Thursday, 30 June 2016

How to Perform Centralised Computation of Routes without Minimising the Revelation of Private Routing Information

One of the issues I am considering as part of my PhD is how to encourage ISPs and other ASes to share routing information despite privacy concerns, worry about loss of autonomy and economic incentives not to share this with other ASes.

The benefit of ASes sharing this information would be the ability to compute routing outcomes centrally leading to faster convergence compared to having each domain do it's own computation with partial knowledge and more efficient routers because computation could be offloaded to a "routing service".

However, a possible approach that allows computation to take place without revealing the inputs is described in A New Approach to Interdomain Routing Based on Secure Multi-Party Computation, Gupta et. al, 2012 published at HOTNETS 2012.

This is based on applying secure multi-party computation (SMPC) to interdomain routing. SPMC algorithms are based upon the intuition in Shamir's paper How to Share a Secret from 1979 and work on homomorphic encryption.

Their solution is partially centralised, in that k compute nodes are used to perform the computation together. It still more centralised than the current model leading to the benefits of improved convergence and offloading of work from routers. To provide a level of security, these servers would be owned by different providers and we assume that they will not collude to reveal any secrets entrusted to them.

Each AS splits their routing policy is split into k shares and send each share to the group of k compute nodes. A SPMC algorithm is used to compute the BGP-routing outcome across the shares received from the each AS. The result of this algorithm is only a partial outcome representing a share of the outcome (a route to a destination). Each compute node returns this partial outcome to each AS and the AS combines the k shares received to reveal the final result.

This scheme provides our privacy guarantees because no one node knows enough to reconstruct the routing policy nor the outputs of the computation. The scheme is also resistant to a degree of collusion, privacy is maintained as as long as fewer than k/2 nodes decide to pool their results.

Routing computation is simplified to make implementing the scheme feasible by assuming only the use of next-hop policies and computation is done on a per-domain basis rather than a prefix basis. A routing policy consists of two components: a ranking of all possible routes to a destination and a specification of which route to a destination will be exported to which peer. Network topology is known to all parties and denoted as [n] = {1...n} set of domains. Each domain u has two inputs: (1) ranking of its neighbors; and (2) for every two neighbor i and j, the willingness to export routes that have i as next-hop to j.
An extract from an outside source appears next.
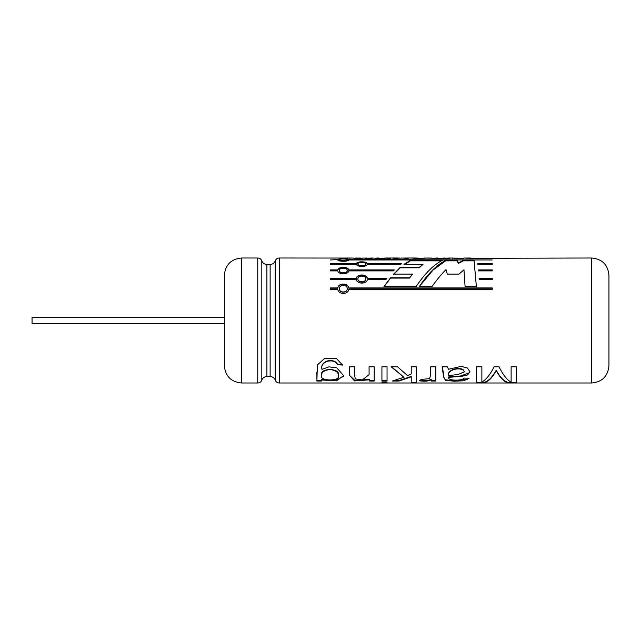 <?xml version="1.0" encoding="UTF-8"?>
<svg xmlns="http://www.w3.org/2000/svg" width="641" height="641" viewBox="0 0 641 641"><rect width="100%" height="100%" fill="white"/><g stroke="black" fill="none" stroke-linecap="round" stroke-linejoin="round"><path stroke-width="0.96" d="M416.089 286.567C424.839 273.547 433.58 264.821 442.306 260.39L410.464 260.39L403.974 264.3L423.02 264.3L419.246 267.393L400.208 267.393L393.67 274.1L412.628 274.1L409.447 277.761L390.545 277.761L383.959 286.567L416.089 286.567M412.628 274.1L409.447 278.09L390.545 278.09L383.959 286.831M423.02 264.3L419.246 267.802L400.208 267.802L400.208 267.393M400.208 267.802L393.67 274.46M492.264 270.318L478.466 270.318M492.264 270.895L478.515 270.895L478.426 269.925L492.264 269.925L492.264 270.895M337.783 289.331C338.384 294.78 348.199 294.78 348.8 289.331L492.264 289.331L492.264 287.937L348.8 287.937C348.199 282.777 338.384 282.777 337.783 287.937L330.395 287.937L330.395 289.331L337.783 289.331M347.238 288.634L347.238 288.875C347.374 293.257 339.217 293.274 339.345 288.875L339.345 288.634C339.201 284.34 347.382 284.364 347.238 288.634C347.39 293.041 339.201 293.057 339.345 288.634M492.264 288.186L348.8 288.186C348.175 283.066 338.4 283.058 337.783 288.186L330.395 288.186M356.372 279.5C356.965 284.284 366.788 284.284 367.381 279.5L385.938 279.5L386.884 278.29L367.381 278.29C366.788 273.875 356.965 273.867 356.372 278.29L330.395 278.29L330.395 279.5L356.372 279.5M386.627 278.611L367.381 278.611C366.764 274.228 356.989 274.228 356.372 278.611L356.372 278.29M224.35 365.634L224.35 275.221L224.35 365.634M608.95 365.634L608.95 275.221L608.95 365.634M492.264 264.292L477.857 264.292L477.777 263.603L492.264 263.603L492.264 264.292L477.825 264.044M492.264 279.5L492.264 278.29L479.083 278.29L479.172 279.5L492.264 279.5M337.783 270.895C338.376 274.805 348.199 274.805 348.8 270.895L393.366 270.895L394.311 269.925L348.8 269.925C348.199 266.464 338.384 266.464 337.783 269.925L330.395 269.925L330.395 270.895L337.783 270.895M356.372 264.292C356.965 267.169 366.788 267.177 367.381 264.292L400.737 264.3L401.699 263.603L367.381 263.603C366.788 261.232 356.965 261.232 356.372 263.603L330.395 263.603L330.395 264.292L356.372 264.292M337.783 259.966C338.376 261.688 348.199 261.696 348.8 259.966L348.8 259.581C348.199 258.395 338.384 258.395 337.783 259.581L330.395 259.966L337.783 259.581M348.8 259.966L492.264 259.966L348.8 259.581M470.093 258.027L464.997 258.027M469.38 258.171L465.735 258.187M464.565 258.027L461.472 258.443L464.765 258.011L473.603 258.443L470.486 258.027M279.276 382.998L279.276 258.002C277.329 258.107 275.983 259.052 275.237 260.863L275.237 380.137C275.983 381.948 277.329 382.893 279.276 382.998L591.731 382.998L591.731 258.002L471.423 258.315M463.691 258.275L449.966 258.002L449.966 258.443C446.128 258.619 438.66 258.139 444.846 258.043L442.418 258.187M448.099 258.443L448.099 258.099C443.66 258.155 443.66 258.211 448.099 258.275C443.66 258.211 443.66 258.155 448.099 258.099L449.966 258.027M436.088 258.443L444.846 258.115M436.088 258.275L424.182 258.027M437.955 258.027L436.088 258.027M415.616 258.443L426.049 258.115M426.049 258.043L429.702 258.002L426.049 258.043M431.569 258.027L429.702 258.115M415.616 258.275L410.464 258.002M417.483 258.027L415.616 258.115M415.616 258.002L408.229 258.002L408.229 258.427L401.731 258.002M408.229 258.027L406.362 258.027M397.933 258.443L392.957 258.275L406.362 258.002M397.933 258.275L392.781 258.002M399.8 258.027L397.933 258.115M397.933 258.002L390.593 258.002L390.593 258.443L384.656 258.027M376.716 258.443L388.726 258.091M388.726 258.011L385.762 258.002M390.593 258.027L388.726 258.027M376.716 258.275L372.197 258.002L372.197 258.443C368.335 258.619 360.907 258.139 367.077 258.043L364.649 258.187M378.583 258.027L376.716 258.027M370.33 258.443L370.33 258.099C365.899 258.155 365.899 258.211 370.33 258.275C365.899 258.211 365.899 258.155 370.33 258.099L372.197 258.027M279.276 258.002L353.688 258.067C352.967 258.555 363.519 258.539 362.662 258.059L367.077 258.115M349.89 258.443L349.89 258.002L346.284 258.027M351.629 258.027L349.89 258.027M346.02 258.027L344.281 258.027M349.89 258.147L347.31 258.002M341.773 258.027L339.898 258.027M331.613 258.027L332.703 258.002M337.535 258.027L335.668 258.027M453.996 258.764L455.519 258.764L453.996 258.547M456.729 258.764L458.251 258.764L456.729 258.547M476.559 382.853L476.559 366.804L481.872 366.804L481.872 382.036C485.958 379.881 490.045 374.801 494.139 366.804L499.043 366.804C503.057 374.921 507.079 380.033 511.117 382.132L511.117 366.804L516.406 366.804L516.406 382.853L508.169 382.853C504.13 381.964 500.148 377.886 496.23 370.618C492.232 377.878 488.122 381.956 483.899 382.853L476.559 382.853M464.004 378.046C463.179 381.042 446.601 380.85 448.812 377.341L461.776 376.315L467.561 374.945L469.989 371.772L467.393 368.006L461.079 366.372L448.484 369.272L447.394 366.804L442.106 366.804L443.66 377.076L445.511 380.345L454.341 381.195L463.731 380.778L469.1 378.31L464.004 378.046M448.812 376.9L448.788 377.87L448.812 376.9L460.575 375.987L469.653 372.693M430.728 366.804L430.752 374.536L429.558 378.679L421.321 379.368L419.543 380.786C424.679 381.571 428.565 381.219 431.201 379.736L431.201 381.034L435.824 381.034L435.824 366.804L430.728 366.804M391.162 366.444L403.958 377.261L391.162 366.804L397.508 366.804L407.66 375.666L411.226 373.959L411.226 366.804L416.346 366.804L416.346 382.853L411.226 382.853L411.226 376.395L399.006 380.57L399.006 381.034L411.226 376.828M399.006 381.034L392.332 381.034L403.958 377.261M387.044 381.034L387.044 366.804L381.924 366.804L381.924 381.034L387.044 381.034M387.044 382.18L381.924 382.18L381.924 382.853L387.044 382.853L387.044 382.18L381.924 382.373M369.569 379.825L369.569 381.034L374.192 381.034L374.192 366.804L369.072 366.804L369.096 374.608L362.357 379.977L355.29 378.911L354.625 375.458L354.657 366.804L349.537 366.804L349.521 375.45L354.561 380.922L369.569 379.825L369.569 379.368L354.946 380.506L349.521 375.346M321.518 380.001L336.557 380.834L343.584 375.618L336.741 367.79L328.921 366.86L321.99 369.344C321.061 366.027 322.647 363.383 326.742 361.428C332.054 360.162 335.676 361.228 337.599 364.633L342.606 365.106L336.285 358.391L324.658 358.455L317.375 364.937L316.894 381.034L321.518 381.034L321.518 379.544L335.275 380.522L343.424 376.419M463.972 269.757L465.078 286.567L476.391 286.567L474.052 260.39L463.427 260.39L458.315 262.954L457.217 260.39L445.623 260.39C436.833 264.837 428.044 273.563 419.27 286.567L431.962 286.567C436.657 279.893 441.345 274.244 446.04 269.613L447.282 274.1L459.012 274.1L463.972 269.757M224.35 317.615L32.05 317.615L32.05 323.385L224.35 323.385M476.391 286.831L474.052 260.39M474.052 260.847L463.427 260.847L458.315 263.395L457.217 260.847L445.623 260.847L432.955 270.133L420.296 285.381M457.217 260.847L457.217 260.39M458.315 263.395L458.315 262.954M445.623 260.847L445.623 260.39M463.427 260.847L463.427 260.39M357.926 278.891C357.782 275.197 365.971 275.213 365.819 278.891C365.971 282.745 357.782 282.753 357.926 278.891L357.926 279.212C357.798 283.05 365.955 283.042 365.819 279.212L365.819 278.891M339.345 270.406C339.193 267.481 347.382 267.497 347.238 270.406C347.39 273.531 339.201 273.539 339.345 270.406L339.345 270.79C339.217 273.907 347.374 273.899 347.238 270.79L347.238 270.406M357.926 263.948C357.782 261.913 365.971 261.921 365.819 263.948C365.971 266.215 357.782 266.223 357.926 263.948L357.926 264.38C357.798 266.64 365.955 266.64 365.819 264.38L365.819 263.948M339.345 259.773C339.193 258.7 347.382 258.708 347.238 259.773C347.39 261.095 339.201 261.095 339.345 259.773L339.345 260.238C339.217 261.552 347.374 261.552 347.238 260.238L347.238 259.773M355.619 258.067L360.731 258.067L355.619 258.067L355.619 258.547M448.788 375.546L457.834 374.552L464.485 371.836L462.922 369.809C455.991 366.836 446.681 371.716 448.788 375.546L448.788 375.121C446.697 371.299 456.007 366.476 462.922 369.432L462.922 369.809M321.598 375.57C321.325 372.277 324.186 370.258 330.179 369.52C336.036 370.466 338.736 372.541 338.296 375.746C340.876 381.403 319.018 381.339 321.598 375.674L321.598 375.57M321.99 369.344L321.99 368.968C321.069 365.65 322.663 363.03 326.766 361.107C332.054 359.849 335.668 360.915 337.599 364.296L342.606 364.761M316.878 372.205L316.902 378.799M321.518 380.57L316.902 380.57M321.598 375.674L321.598 375.145C319.178 367.533 341.18 367.91 338.296 375.322L338.296 375.746M369.064 369.665L369.104 374.608M354.625 375.025L354.665 371.131M374.192 380.57L369.569 380.57M387.044 380.57L381.924 380.57M399.006 380.57L394.159 380.57M416.346 382.373L411.226 382.373M419.543 380.321C424.663 381.107 428.549 380.754 431.201 379.28L431.201 379.736M435.824 380.57L431.201 380.57M430.72 369.561L430.752 374.536M442.37 366.804L443.668 375.049M443.66 376.884L445.134 379.736L452.402 380.69L467.457 379.36M464.485 371.836L462.922 369.432M483.899 382.853L483.899 382.373C488.122 381.491 492.232 377.437 496.23 370.234L496.23 370.618M496.23 370.234C500.156 377.453 504.13 381.499 508.169 382.373L508.169 382.853M516.406 382.373L508.169 382.373M483.899 382.373L476.559 382.373M401.082 264.044L367.381 264.044L367.381 263.603M367.381 264.044C366.764 261.688 356.989 261.688 356.372 264.044L356.372 263.603M356.372 264.044L330.395 264.292M393.927 270.318L348.8 269.925M348.8 270.318C348.175 266.872 338.4 266.872 337.783 270.318L337.783 269.925M337.783 270.318L330.395 270.318M356.372 278.611L330.395 278.611M492.264 278.611L479.107 278.611M441.369 260.847L410.464 260.847L410.464 260.39M410.464 260.847L403.974 264.733M419.246 267.802L419.246 267.393M275.237 380.137C274.292 377.861 272.593 376.66 270.133 376.531L270.133 264.469C272.593 264.34 274.292 263.139 275.237 260.863M270.133 376.531L266.904 376.531L266.904 264.469L270.133 264.469M266.904 376.531C264.445 376.66 262.746 377.861 261.808 380.137L261.808 260.863C262.746 263.139 264.445 264.34 266.904 264.469M257.762 258.002L241.569 258.002L241.569 382.998L257.762 382.998L257.762 258.002C259.717 258.107 261.063 259.052 261.808 260.863M257.762 382.998C259.717 382.893 261.063 381.948 261.808 380.137M241.569 382.998C231.113 381.98 225.368 376.235 224.35 365.779M241.569 258.002C231.113 259.02 225.368 264.765 224.35 275.221M591.731 382.998C602.187 381.98 607.932 376.235 608.95 365.779M591.731 258.002C602.187 259.02 607.932 264.765 608.95 275.221M316.878 372.092L316.878 372.493M349.521 375.025L349.521 375.45M443.668 376.644L443.668 377.076M360.731 258.067L360.731 258.547M366.588 258.66L366.588 258.179M444.357 258.66L444.357 258.179M454.381 258.595L454.381 258.115M458.027 258.547L458.027 258.075M459.893 258.78L459.893 258.299M459.893 258.587L459.893 258.107M452.514 258.587L452.514 258.107M452.522 258.788L452.522 258.307"/></g></svg>

The scheme was implemented using the SEPIA Java SPMC library and the authors reported it takes 0.13 seconds compute the route to destination for a single domain with 19 neighbours and 10 iterations (the number of iterations is 2D+1 where D is the depth of the customer-provider hierarchy, see the definition in Gao and Rexford's paper). This experiment was carried out on a single compute node (a PC 2,7GHz quad core machine).

Is this a workable solution? No but it is a proof-of-concept. The code was not optimised and a full performance analysis was not done. Furthermore, the measurement was for the computation of only one route to destination and a full implementation would calculate many for each AS. This is obviously another scalability problem but the authors believe that this could be addressed if each compute node performs these calculation in parallel. This is feasible since there is no dependencies between computation but its practicality was not explored here.

Evaluation. This scheme provides good privacy guarantees and an implementation is described.

There are several open problems:

a) How scalable is this approach? Investigate its scalability with respect to neighbours, depth of hierarchy and number of computations required for a full BGP routing table. Also what is the effect on end-to-end performance and reliability of the Internet?

b) How do we hide network information such as who is the neighbour of a given AS? It is assumed that the inter domain network topology is known, that is every AS is willing to reveal its neighbours. The authors suggest that because this assumption may not hold, they intend to investigate also hiding network information using the SPMC approach could be explored. It doesn't appear to date that they did do this so this remains an open problem.

c) Can this scheme be generalised to prefix-based and QoS based routing? This would allow traffic engineering without revealing sensitive information.

d) Can this scheme be extended to address BGP instability due to failure?